Consider we have numbers 5778, 3402 and we need to find the HCF of these numbers. To do so, we need to choose the largest integer first and then as per Euclid's Division Lemma a = bq + r where 0 ≤ r ≤ b
Highest common factor (HCF) of 5778, 3402 is 54.
HCF(5778, 3402) = 54
HCF of 5778, 3402 using Euclid's algorithm
Highest common factor or Highest common divisor (hcd) can be calculated by Euclid's algotithm.
Highest common factor (HCF) of 5778, 3402 is 54.
Highest Common Factor of 5778,3402 is 54
Step 1: Since 5778 > 3402, we apply the division lemma to 5778 and 3402, to get
5778 = 3402 x 1 + 2376
Step 2: Since the reminder 3402 ≠ 0, we apply division lemma to 2376 and 3402, to get
3402 = 2376 x 1 + 1026
Step 3: We consider the new divisor 2376 and the new remainder 1026, and apply the division lemma to get
2376 = 1026 x 2 + 324
We consider the new divisor 1026 and the new remainder 324,and apply the division lemma to get
1026 = 324 x 3 + 54
We consider the new divisor 324 and the new remainder 54,and apply the division lemma to get
324 = 54 x 6 + 0
The remainder has now become zero, so our procedure stops.
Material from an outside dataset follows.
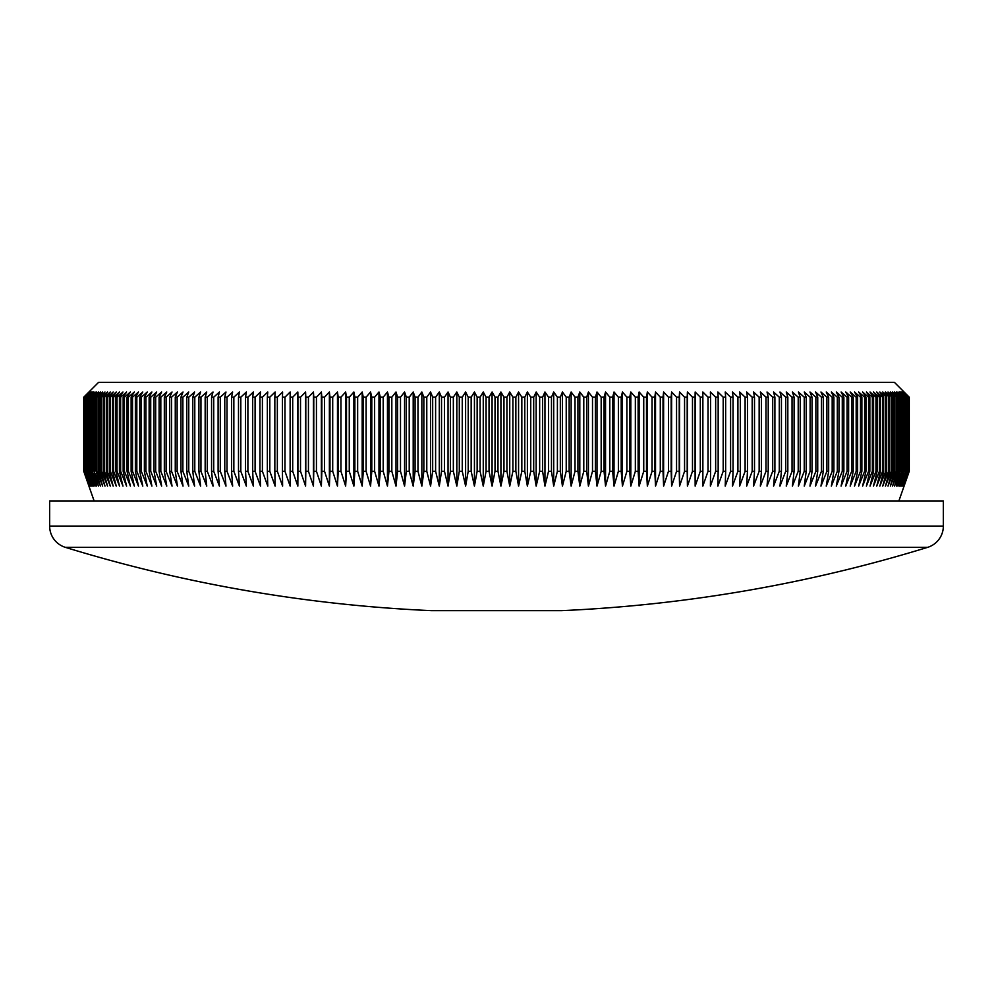 <?xml version="1.0" encoding="UTF-8"?>
<svg xmlns="http://www.w3.org/2000/svg" width="993" height="993" viewBox="0 0 993 993"><rect width="100%" height="100%" fill="white"/><g stroke="black" fill="none" stroke-linecap="round" stroke-linejoin="round"><path stroke-width="1.49" d="M927.648 547.342L65.352 547.342A22.231 22.231 0 0 1 49.65 526.091L49.65 500.931L943.35 500.931L943.35 526.091A22.231 22.231 0 0 1 927.648 547.342A1468.076 1468.076 0 0 1 561.628 610.645L431.372 610.645A1468.076 1468.076 0 0 1 65.352 547.342M88.923 391.999L98.555 382.355L894.445 382.355L909.253 397.188L903.978 391.999L909.091 397.188L903.692 391.999L908.732 397.188L903.208 391.999L908.185 397.188L902.55 391.999L907.441 397.188L901.681 391.999L906.51 397.188L900.639 391.999L905.38 397.188L899.397 391.999L904.064 397.188L897.97 391.999L902.55 397.188L896.356 391.999L900.85 397.188L894.544 391.999L898.963 397.188L892.558 391.999L896.878 397.188L890.373 391.999L894.606 397.188L888.015 391.999L892.161 397.188L885.471 391.999L889.517 397.188L882.74 391.999L886.687 397.188L879.835 391.999L883.683 397.188L882.64 397.188L876.745 391.999L880.493 397.188L879.401 397.188L873.468 391.999L877.117 397.188L875.963 397.188L870.029 391.999L873.579 397.188L872.363 397.188L866.405 391.999L869.843 397.188L868.577 397.188L862.607 391.999L865.946 397.188L864.618 397.188L858.647 391.999L861.874 397.188L860.484 397.188L854.514 391.999L857.629 397.188L856.177 397.188L850.207 391.999L853.21 397.188L851.709 397.188L845.738 391.999L848.63 397.188L847.066 397.188L841.096 391.999L843.876 397.188L842.275 397.188L836.305 391.999L838.973 397.188L837.31 397.188L831.352 391.999L833.897 397.188L832.184 397.188L826.238 391.999L828.671 397.188L826.896 397.188L820.963 391.999L823.284 397.188L821.459 397.188L815.551 391.999L817.735 397.188L815.874 397.188L809.978 391.999L812.051 397.188L810.127 397.188L804.256 391.999L806.217 397.188L804.243 397.188L798.397 391.999L800.221 397.188L798.211 397.188L792.402 391.999L794.102 397.188L792.042 397.188L786.257 391.999L787.834 397.188L785.724 397.188L779.977 391.999L781.429 397.188L779.282 397.188L773.572 391.999L774.9 397.188L772.703 397.188L767.03 391.999L768.222 397.188L765.988 397.188L760.353 391.999L761.432 397.188L759.149 397.188L753.563 391.999L754.506 397.188L752.185 397.188L746.649 391.999L747.468 397.188L745.11 397.188L739.624 391.999L740.319 397.188L737.911 397.188L732.486 391.999L733.045 397.188L730.6 397.188L725.225 391.999L725.66 397.188L723.189 397.188L717.865 391.999L718.162 397.188L715.655 397.188L710.392 391.999L710.566 397.188L708.034 397.188L702.833 391.999L702.87 397.188L700.301 397.188L695.162 391.999L695.088 397.188L692.481 397.188L687.417 391.999L687.193 397.188L684.562 397.188L679.56 391.999L679.224 397.188L676.556 397.188L671.628 391.999L671.156 397.188L668.463 397.188L663.622 391.999L663.014 397.188L660.295 397.188L655.529 391.999L654.797 397.188L652.053 397.188L647.362 391.999L646.493 397.188L643.737 397.188L639.12 391.999L638.127 397.188L635.346 397.188L630.816 391.999L629.699 397.188L626.893 397.188L622.45 391.999L621.208 397.188L618.378 397.188L614.022 391.999L612.656 397.188L609.801 397.188L605.544 391.999L604.042 397.188L601.175 397.188L597.004 391.999L595.39 397.188L592.498 397.188L588.427 391.999L586.677 397.188L583.785 397.188L579.8 391.999L577.926 397.188L575.021 397.188L571.136 391.999L569.15 397.188L566.221 397.188L562.435 391.999L560.325 397.188L557.396 397.188L553.709 391.999L551.475 397.188L548.533 397.188L544.958 391.999L542.6 397.188L539.658 397.188L536.17 391.999L533.7 397.188L530.746 397.188L527.382 391.999L524.788 397.188L521.834 397.188L518.569 391.999L515.864 397.188L512.897 397.188L509.744 391.999L506.926 397.188L503.96 397.188L500.919 391.999L497.977 397.188L495.023 397.188L492.081 391.999L489.04 397.188L486.074 397.188L483.256 391.999L480.103 397.188L477.136 397.188L474.431 391.999L471.166 397.188L468.212 397.188L465.618 391.999L462.254 397.188L459.3 397.188L456.83 391.999L453.342 397.188L450.4 397.188L448.042 391.999L444.467 397.188L441.525 397.188L439.291 391.999L435.604 397.188L432.675 397.188L430.565 391.999L426.779 397.188L423.85 397.188L421.864 391.999L417.979 397.188L415.074 397.188L413.2 391.999L409.215 397.188L406.323 397.188L404.573 391.999L400.502 397.188L397.61 397.188L395.996 391.999L391.825 397.188L388.958 397.188L387.456 391.999L383.199 397.188L380.344 397.188L378.978 391.999L374.622 397.188L371.792 397.188L370.55 391.999L366.107 397.188L363.301 397.188L362.184 391.999L357.654 397.188L354.873 397.188L353.88 391.999L349.263 397.188L346.507 397.188L345.638 391.999L340.947 397.188L338.203 397.188L337.471 391.999L332.705 397.188L329.986 397.188L329.378 391.999L324.537 397.188L321.844 397.188L321.372 391.999L316.444 397.188L313.776 397.188L313.44 391.999L308.438 397.188L305.807 397.188L305.583 391.999L300.519 397.188L297.912 397.188L297.838 391.999L292.699 397.188L290.13 397.188L290.167 391.999L284.966 397.188L282.434 397.188L282.608 391.999L277.345 397.188L274.838 397.188L275.135 391.999L269.811 397.188L267.34 397.188L267.775 391.999L262.4 397.188L259.955 397.188L260.514 391.999L255.089 397.188L252.681 397.188L253.376 391.999L247.89 397.188L245.532 397.188L246.351 391.999L240.815 397.188L238.494 397.188L239.437 391.999L233.851 397.188L231.568 397.188L232.647 391.999L227.012 397.188L224.778 397.188L225.97 391.999L220.297 397.188L218.1 397.188L219.428 391.999L213.718 397.188L211.571 397.188L213.023 391.999L207.276 397.188L205.166 397.188L206.743 391.999L200.958 397.188L198.898 397.188L200.598 391.999L194.789 397.188L192.779 397.188L194.603 391.999L188.757 397.188L186.783 397.188L188.744 391.999L182.873 397.188L180.949 397.188L183.022 391.999L177.126 397.188L175.264 397.188L177.449 391.999L171.541 397.188L169.716 397.188L172.037 391.999L166.104 397.188L164.329 397.188L166.762 391.999L160.816 397.188L159.103 397.188L161.648 391.999L155.69 397.188L154.027 397.188L156.695 391.999L150.725 397.188L149.124 397.188L151.904 391.999L145.934 397.188L144.37 397.188L147.262 391.999L141.291 397.188L139.79 397.188L142.793 391.999L136.823 397.188L135.371 397.188L138.486 391.999L132.516 397.188L131.126 397.188L134.353 391.999L128.382 397.188L127.054 397.188L130.393 391.999L124.423 397.188L123.157 397.188L126.595 391.999L120.637 397.188L119.421 397.188L122.971 391.999L117.037 397.188L115.883 397.188L119.532 391.999L113.599 397.188L112.507 397.188L116.255 391.999L110.36 397.188L109.317 397.188L113.165 391.999L107.281 397.188L106.313 397.188L110.26 391.999L104.402 397.188L103.483 397.188L107.529 391.999L101.696 397.188L100.839 397.188L104.985 391.999L99.188 397.188L98.394 397.188L102.627 391.999L96.855 397.188L100.442 391.999L94.707 397.188L98.456 391.999L92.759 397.188L96.644 391.999L90.996 397.188L95.03 391.999L89.42 397.188L93.603 391.999L87.62 397.188L92.361 391.999L86.49 397.188L91.319 391.999L85.559 397.188L90.45 391.999L84.815 397.188L89.792 391.999L84.268 397.188L89.308 391.999L83.908 397.188L89.022 391.999L83.747 397.188L88.923 391.999L83.747 397.188L83.747 471.29L83.784 397.188M898.888 500.931L909.253 471.29L909.253 397.188L904.077 391.999M83.784 471.29L89.022 486.111L83.908 471.29L89.308 486.111L84.268 471.29L89.792 486.111L84.815 471.29L90.45 486.111L85.559 471.29L91.319 486.111L86.49 471.29L92.361 486.111L87.62 471.29L93.603 486.111L88.936 471.29L95.03 486.111L90.45 471.29L96.644 486.111L92.15 471.29L98.456 486.111L94.037 471.29L100.442 486.111L96.122 471.29L96.855 471.29L102.627 486.111L98.394 471.29L99.188 471.29L104.985 486.111L100.839 471.29L101.696 471.29L107.529 486.111L103.483 471.29L104.402 471.29L110.26 486.111L106.313 471.29L107.281 471.29L113.165 486.111L109.317 471.29L110.36 471.29L116.255 486.111L112.507 471.29L113.599 471.29L119.532 486.111L115.883 471.29L117.037 471.29L122.971 486.111L119.421 471.29L120.637 471.29L126.595 486.111L123.157 471.29L124.423 471.29L130.393 486.111L127.054 471.29L128.382 471.29L134.353 486.111L131.126 471.29L132.516 471.29L138.486 486.111L135.371 471.29L136.823 471.29L142.793 486.111L139.79 471.29L141.291 471.29L147.262 486.111L144.37 471.29L145.934 471.29L151.904 486.111L149.124 471.29L150.725 471.29L156.695 486.111L154.027 471.29L155.69 471.29L161.648 486.111L159.103 471.29L160.816 471.29L166.762 486.111L164.329 471.29L166.104 471.29L172.037 486.111L169.716 471.29L171.541 471.29L177.449 486.111L175.264 471.29L177.126 471.29L183.022 486.111L180.949 471.29L182.873 471.29L188.744 486.111L186.783 471.29L188.757 471.29L194.603 486.111L192.779 471.29L194.789 471.29L200.598 486.111L198.898 471.29L200.958 471.29L206.743 486.111L205.166 471.29L207.276 471.29L213.023 486.111L211.571 471.29L213.718 471.29L219.428 486.111L218.1 471.29L220.297 471.29L225.97 486.111L224.778 471.29L227.012 471.29L232.647 486.111L231.568 471.29L233.851 471.29L239.437 486.111L238.494 471.29L240.815 471.29L246.351 486.111L245.532 471.29L247.89 471.29L253.376 486.111L252.681 471.29L255.089 471.29L260.514 486.111L259.955 471.29L262.4 471.29L267.775 486.111L267.34 471.29L269.811 471.29L275.135 486.111L274.838 471.29L277.345 471.29L282.608 486.111L282.434 471.29L284.966 471.29L290.167 486.111L290.13 471.29L292.699 471.29L297.838 486.111L297.912 471.29L300.519 471.29L305.583 486.111L305.807 471.29L308.438 471.29L313.44 486.111L313.776 471.29L316.444 471.29L321.372 486.111L321.844 471.29L324.537 471.29L329.378 486.111L329.986 471.29L332.705 471.29L337.471 486.111L338.203 471.29L340.947 471.29L345.638 486.111L346.507 471.29L349.263 471.29L353.88 486.111L354.873 471.29L357.654 471.29L362.184 486.111L363.301 471.29L366.107 471.29L370.55 486.111L371.792 471.29L374.622 471.29L378.978 486.111L380.344 471.29L383.199 471.29L387.456 486.111L388.958 471.29L391.825 471.29L395.996 486.111L397.61 471.29L400.502 471.29L404.573 486.111L406.323 471.29L409.215 471.29L413.2 486.111L415.074 471.29L417.979 471.29L421.864 486.111L423.85 471.29L426.779 471.29L430.565 486.111L432.675 471.29L435.604 471.29L439.291 486.111L441.525 471.29L444.467 471.29L448.042 486.111L450.4 471.29L453.342 471.29L456.83 486.111L459.3 471.29L462.254 471.29L465.618 486.111L468.212 471.29L471.166 471.29L474.431 486.111L477.136 471.29L480.103 471.29L483.256 486.111L486.074 471.29L489.04 471.29L492.081 486.111L495.023 471.29L497.977 471.29L500.919 486.111L503.96 471.29L506.926 471.29L509.744 486.111L512.897 471.29L515.864 471.29L518.569 486.111L521.834 471.29L524.788 471.29L527.382 486.111L530.746 471.29L533.7 471.29L536.17 486.111L539.658 471.29L542.6 471.29L544.958 486.111L548.533 471.29L551.475 471.29L553.709 486.111L557.396 471.29L560.325 471.29L562.435 486.111L566.221 471.29L569.15 471.29L571.136 486.111L575.021 471.29L577.926 471.29L579.8 486.111L583.785 471.29L586.677 471.29L588.427 486.111L592.498 471.29L595.39 471.29L597.004 486.111L601.175 471.29L604.042 471.29L605.544 486.111L609.801 471.29L612.656 471.29L614.022 486.111L618.378 471.29L621.208 471.29L622.45 486.111L626.893 471.29L629.699 471.29L630.816 486.111L635.346 471.29L638.127 471.29L639.12 486.111L643.737 471.29L646.493 471.29L647.362 486.111L652.053 471.29L654.797 471.29L655.529 486.111L660.295 471.29L663.014 471.29L663.622 486.111L668.463 471.29L671.156 471.29L671.628 486.111L676.556 471.29L679.224 471.29L679.56 486.111L684.562 471.29L687.193 471.29L687.417 486.111L692.481 471.29L695.088 471.29L695.162 486.111L700.301 471.29L702.87 471.29L702.833 486.111L708.034 471.29L710.566 471.29L710.392 486.111L715.655 471.29L718.162 471.29L717.865 486.111L723.189 471.29L725.66 471.29L725.225 486.111L730.6 471.29L733.045 471.29L732.486 486.111L737.911 471.29L740.319 471.29L739.624 486.111L745.11 471.29L747.468 471.29L746.649 486.111L752.185 471.29L754.506 471.29L753.563 486.111L759.149 471.29L761.432 471.29L760.353 486.111L765.988 471.29L768.222 471.29L767.03 486.111L772.703 471.29L774.9 471.29L773.572 486.111L779.282 471.29L781.429 471.29L779.977 486.111L785.724 471.29L787.834 471.29L786.257 486.111L792.042 471.29L794.102 471.29L792.402 486.111L798.211 471.29L800.221 471.29L798.397 486.111L804.243 471.29L806.217 471.29L804.256 486.111L810.127 471.29L812.051 471.29L809.978 486.111L815.874 471.29L817.735 471.29L815.551 486.111L821.459 471.29L823.284 471.29L820.963 486.111L826.896 471.29L828.671 471.29L826.238 486.111L832.184 471.29L833.897 471.29L831.352 486.111L837.31 471.29L838.973 471.29L836.305 486.111L842.275 471.29L843.876 471.29L841.096 486.111L847.066 471.29L848.63 471.29L845.738 486.111L851.709 471.29L853.21 471.29L850.207 486.111L856.177 471.29L857.629 471.29L854.514 486.111L860.484 471.29L861.874 471.29L858.647 486.111L864.618 471.29L865.946 471.29L862.607 486.111L868.577 471.29L869.843 471.29L866.405 486.111L872.363 471.29L873.579 471.29L870.029 486.111L875.963 471.29L877.117 471.29L873.468 486.111L879.401 471.29L880.493 471.29L876.745 486.111L882.64 471.29L883.683 471.29L879.835 486.111L885.719 471.29L886.687 471.29L882.74 486.111L888.598 471.29L889.517 471.29L885.471 486.111L891.304 471.29L892.161 471.29L888.015 486.111L893.812 471.29L894.606 471.29L890.373 486.111L896.145 471.29L896.878 471.29L892.558 486.111L898.293 471.29L898.963 471.29L894.544 486.111L900.241 471.29L896.356 486.111L902.004 471.29L897.97 486.111L903.58 471.29L899.397 486.111L905.38 471.29L900.639 486.111L906.51 471.29L901.681 486.111L907.441 471.29L902.55 486.111L908.185 471.29L903.208 486.111L908.732 471.29L903.692 486.111L909.091 471.29L903.978 486.111L909.253 471.29L904.077 486.111M83.747 471.29L88.923 486.111L83.747 471.29M94.112 500.931L88.923 486.111M909.216 471.29L909.216 397.188M909.091 471.29L909.091 397.188M908.992 471.29L908.992 397.188M908.732 471.29L908.732 397.188M908.57 471.29L908.57 397.188M908.185 471.29L908.185 397.188M907.962 471.29L907.962 397.188M907.441 471.29L907.441 397.188M907.155 471.29L907.155 397.188M906.51 471.29L906.51 397.188M906.15 471.29L906.15 397.188M905.38 471.29L905.38 397.188M904.971 471.29L904.971 397.188M904.064 471.29L904.064 397.188M903.58 471.29L903.58 397.188M902.55 471.29L902.55 397.188M902.004 471.29L902.004 397.188M900.85 471.29L900.85 397.188M900.241 471.29L900.241 397.188M898.963 471.29L898.963 397.188M898.293 471.29L898.293 397.188M896.878 471.29L896.878 397.188M896.145 471.29L896.145 397.188M894.606 471.29L894.606 397.188M893.812 471.29L893.812 397.188M892.161 471.29L892.161 397.188M891.304 471.29L891.304 397.188M889.517 471.29L889.517 397.188M888.598 471.29L888.598 397.188M886.687 471.29L886.687 397.188M885.719 471.29L885.719 397.188M883.683 471.29L883.683 397.188M882.64 471.29L882.64 397.188M880.493 471.29L880.493 397.188M879.401 471.29L879.401 397.188M877.117 471.29L877.117 397.188M875.963 471.29L875.963 397.188M873.579 471.29L873.579 397.188M872.363 471.29L872.363 397.188M869.843 471.29L869.843 397.188M868.577 471.29L868.577 397.188M865.946 471.29L865.946 397.188M864.618 471.29L864.618 397.188M861.874 471.29L861.874 397.188M860.484 471.29L860.484 397.188M857.629 471.29L857.629 397.188M856.177 471.29L856.177 397.188M853.21 471.29L853.21 397.188M851.709 471.29L851.709 397.188M848.63 471.29L848.63 397.188M847.066 471.29L847.066 397.188M843.876 471.29L843.876 397.188M842.275 471.29L842.275 397.188M838.973 471.29L838.973 397.188M837.31 471.29L837.31 397.188M833.897 471.29L833.897 397.188M832.184 471.29L832.184 397.188M828.671 471.29L828.671 397.188M826.896 471.29L826.896 397.188M823.284 471.29L823.284 397.188M821.459 471.29L821.459 397.188M817.735 471.29L817.735 397.188M815.874 471.29L815.874 397.188M812.051 471.29L812.051 397.188M810.127 471.29L810.127 397.188M806.217 471.29L806.217 397.188M804.243 471.29L804.243 397.188M800.221 471.29L800.221 397.188M798.211 471.29L798.211 397.188M794.102 471.29L794.102 397.188M792.042 471.29L792.042 397.188M787.834 471.29L787.834 397.188M785.724 471.29L785.724 397.188M781.429 471.29L781.429 397.188M779.282 471.29L779.282 397.188M774.9 471.29L774.9 397.188M772.703 471.29L772.703 397.188M768.222 471.29L768.222 397.188M765.988 471.29L765.988 397.188M761.432 471.29L761.432 397.188M759.149 471.29L759.149 397.188M754.506 471.29L754.506 397.188M752.185 471.29L752.185 397.188M747.468 471.29L747.468 397.188M745.11 471.29L745.11 397.188M740.319 471.29L740.319 397.188M737.911 471.29L737.911 397.188M733.045 471.29L733.045 397.188M730.6 471.29L730.6 397.188M725.66 471.29L725.66 397.188M723.189 471.29L723.189 397.188M718.162 471.29L718.162 397.188M715.655 471.29L715.655 397.188M710.566 471.29L710.566 397.188M708.034 471.29L708.034 397.188M702.87 471.29L702.87 397.188M700.301 471.29L700.301 397.188M695.088 471.29L695.088 397.188M692.481 471.29L692.481 397.188M687.193 471.29L687.193 397.188M684.562 471.29L684.562 397.188M679.224 471.29L679.224 397.188M676.556 471.29L676.556 397.188M671.156 471.29L671.156 397.188M668.463 471.29L668.463 397.188M663.014 471.29L663.014 397.188M660.295 471.29L660.295 397.188M654.797 471.29L654.797 397.188M652.053 471.29L652.053 397.188M646.493 471.29L646.493 397.188M643.737 471.29L643.737 397.188M638.127 471.29L638.127 397.188M635.346 471.29L635.346 397.188M629.699 471.29L629.699 397.188M626.893 471.29L626.893 397.188M621.208 471.29L621.208 397.188M618.378 471.29L618.378 397.188M612.656 471.29L612.656 397.188M609.801 471.29L609.801 397.188M604.042 471.29L604.042 397.188M601.175 471.29L601.175 397.188M595.39 471.29L595.39 397.188M592.498 471.29L592.498 397.188M586.677 471.29L586.677 397.188M583.785 471.29L583.785 397.188M577.926 471.29L577.926 397.188M575.021 471.29L575.021 397.188M569.15 471.29L569.15 397.188M566.221 471.29L566.221 397.188M560.325 471.29L560.325 397.188M557.396 471.29L557.396 397.188M551.475 471.29L551.475 397.188M548.533 471.29L548.533 397.188M542.6 471.29L542.6 397.188M539.658 471.29L539.658 397.188M533.7 471.29L533.7 397.188M530.746 471.29L530.746 397.188M524.788 471.29L524.788 397.188M521.834 471.29L521.834 397.188M515.864 471.29L515.864 397.188M512.897 471.29L512.897 397.188M506.926 471.29L506.926 397.188M503.96 471.29L503.96 397.188M497.977 471.29L497.977 397.188M495.023 471.29L495.023 397.188M489.04 471.29L489.04 397.188M486.074 471.29L486.074 397.188M480.103 471.29L480.103 397.188M477.136 471.29L477.136 397.188M471.166 471.29L471.166 397.188M468.212 471.29L468.212 397.188M462.254 471.29L462.254 397.188M459.3 471.29L459.3 397.188M453.342 471.29L453.342 397.188M450.4 471.29L450.4 397.188M444.467 471.29L444.467 397.188M441.525 471.29L441.525 397.188M435.604 471.29L435.604 397.188M432.675 471.29L432.675 397.188M426.779 471.29L426.779 397.188M423.85 471.29L423.85 397.188M417.979 471.29L417.979 397.188M415.074 471.29L415.074 397.188M409.215 471.29L409.215 397.188M406.323 471.29L406.323 397.188M400.502 471.29L400.502 397.188M397.61 471.29L397.61 397.188M391.825 471.29L391.825 397.188M388.958 471.29L388.958 397.188M383.199 471.29L383.199 397.188M380.344 471.29L380.344 397.188M374.622 471.29L374.622 397.188M371.792 471.29L371.792 397.188M366.107 471.29L366.107 397.188M363.301 471.29L363.301 397.188M357.654 471.29L357.654 397.188M354.873 471.29L354.873 397.188M349.263 471.29L349.263 397.188M346.507 471.29L346.507 397.188M340.947 471.29L340.947 397.188M338.203 471.29L338.203 397.188M332.705 471.29L332.705 397.188M329.986 471.29L329.986 397.188M324.537 471.29L324.537 397.188M321.844 471.29L321.844 397.188M316.444 471.29L316.444 397.188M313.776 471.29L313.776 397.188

Since the divisor at this stage is 54, the HCF of 5778 and 3402 is 54
Notice that 54 = HCF(324,54) = HCF(1026,324) = HCF(2376,1026) = HCF(3402,2376) = HCF(5778,3402) .
HCF using Euclid's Algorithm Calculation Examples
Here are some samples of HCF using Euclid's Algorithm calculations.
Frequently Asked Questions on HCF of 5778, 3402 using Euclid's Algorithm
1. What is the Euclid division algorithm?
Answer: Euclid's Division Algorithm is a technique to compute the Highest Common Factor (HCF) of given positive integers.
2. what is the HCF of 5778, 3402?
Answer: HCF of 5778, 3402 is 54 the largest number that divides all the numbers leaving a remainder zero.
3. How to find HCF of 5778, 3402 using Euclid's Algorithm?
Answer: For arbitrary numbers 5778, 3402 apply Euclid’s Division Lemma in succession until you obtain a remainder zero. HCF is the remainder in the last but one step.